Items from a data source
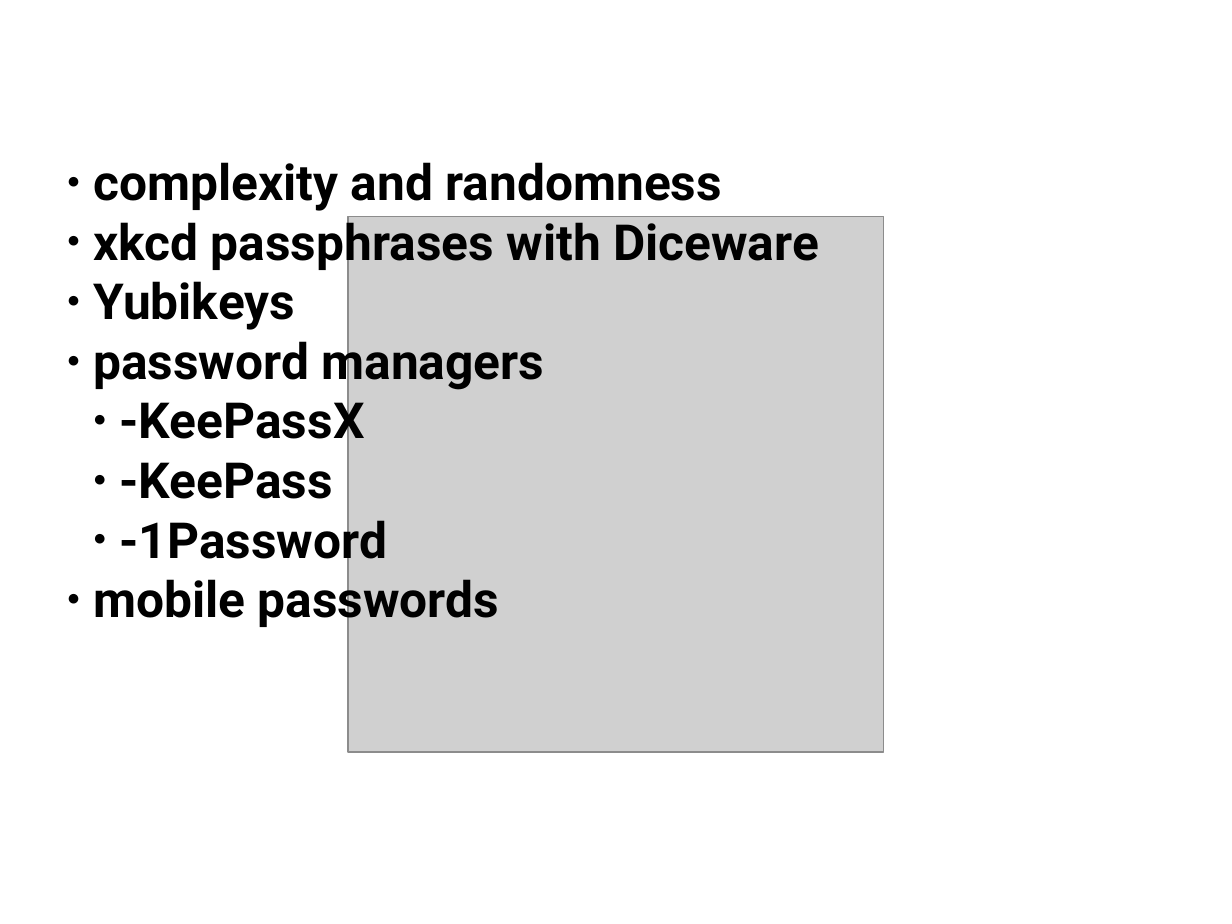
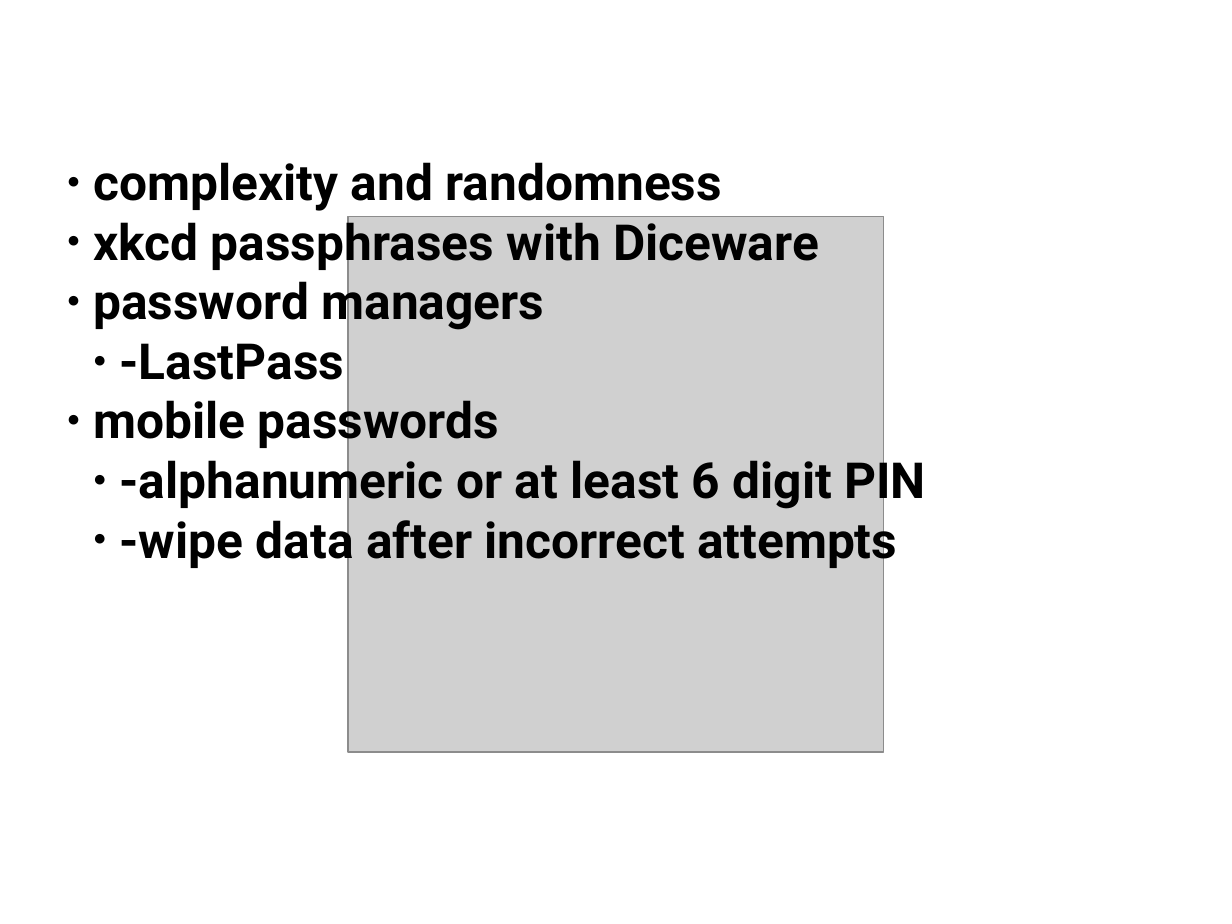
Before and after one commit to LibraryFreedom/training-materials, a slide deck: slide 15 of teen privacy toolkit.odp (slide 14 before the commit). Drawn at 1232x924 pixels with LibreOffice and Linux fonts; fonts in the diff are those of the drawing; grey boxes stand for pictures; background and template pictures are left out. Boxes give left, top, right and bottom in pixels: in the first picture for what was removed or moved away, otherwise in the second. Text is boxed around its words. In the diff, an @@ line names an element or a change of style, - is before the commit and + after.

```diff
--- a/teen privacy toolkit.odp
+++ b/teen privacy toolkit.odp
@@ text at (93, 281, 295, 330): paragraph removed @@
-● Yubikeys
@@ text at (120, 343, 345, 380): text changed @@
-  ● -KeePassX
-  ● -KeePass
-  ● -1Password
+  ● -LastPass
@@ text at (120, 453, 926, 569): paragraphs added @@
+  ● -alphanumeric or at least 6 digit PIN
+  ● -wipe data after incorrect attempts
```
Also in this commit, not shown: 6 other slides changed, 2 slides added, 1 slide removed, 1 other file.

Work required
Apart from the pictures, every line above must be repeated exactly.

Answer to this problem
Before and after one commit to LibraryFreedom/training-materials, a slide deck: slide 15 of teen privacy toolkit.odp (slide 14 before the commit). Drawn at 1232x924 pixels with LibreOffice and Linux fonts; fonts in the diff are those of the drawing; grey boxes stand for pictures; background and template pictures are left out. Boxes give left, top, right and bottom in pixels: in the first picture for what was removed or moved away, otherwise in the second. Text is boxed around its words. In the diff, an @@ line names an element or a change of style, - is before the commit and + after.

```diff
--- a/teen privacy toolkit.odp
+++ b/teen privacy toolkit.odp
@@ text at (93, 281, 295, 330): paragraph removed @@
-● Yubikeys
@@ text at (120, 343, 345, 380): text changed @@
-  ● -KeePassX
-  ● -KeePass
-  ● -1Password
+  ● -LastPass
@@ text at (120, 453, 926, 569): paragraphs added @@
+  ● -alphanumeric or at least 6 digit PIN
+  ● -wipe data after incorrect attempts
```
Also in this commit, not shown: 6 other slides changed, 2 slides added, 1 slide removed, 1 other file.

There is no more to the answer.